Toutefois, entre le Liban et la Syrie, il existe de nombreux passages clandestins sur lesquels les forces officielles n’ont aucun contrôle. De plus, la nature géographique montagneuse et sauvage d’une partie de la frontière, notamment dans la zone de la chaîne de l’Anti-Liban, facilite tous les trafics et les passages illicites.

 

La source sécuritaire ajoute que si la bataille de Qalamoun devait éclater, elle devrait se dérouler rapidement, car, dans peu de temps, la neige couvrira cette région et rendra les déplacements plus difficiles.

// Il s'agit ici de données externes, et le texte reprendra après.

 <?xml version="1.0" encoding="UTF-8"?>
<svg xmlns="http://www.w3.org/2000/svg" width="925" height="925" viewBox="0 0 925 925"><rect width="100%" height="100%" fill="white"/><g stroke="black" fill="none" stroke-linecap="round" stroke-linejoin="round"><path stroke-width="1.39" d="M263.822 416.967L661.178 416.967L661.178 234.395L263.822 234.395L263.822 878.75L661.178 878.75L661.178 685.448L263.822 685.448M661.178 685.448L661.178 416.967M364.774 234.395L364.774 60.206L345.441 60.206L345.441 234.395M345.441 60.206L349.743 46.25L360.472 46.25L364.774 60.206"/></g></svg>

De plus, s’il s’agit d’entraver la conférence de Genève 2, le temps presse. Toutefois, la source sécuritaire libanaise estime qu’il n’y a pas de victoire claire et définitive en vue, ni pour un camp ni pour l’autre. Ce qui signifie que si la conférence de Genève 2 se tient, elle sera une étape dans un processus qui est encore long. Dans ce contexte, si les Libanais ne font rien pour arrêter l’hémorragie, en décidant de passer outre les directives extérieures et de former un gouvernement, par exemple, la plaie de Tripoli continuera de saigner au rythme des développements sur le terrain de l’autre côté de la frontière.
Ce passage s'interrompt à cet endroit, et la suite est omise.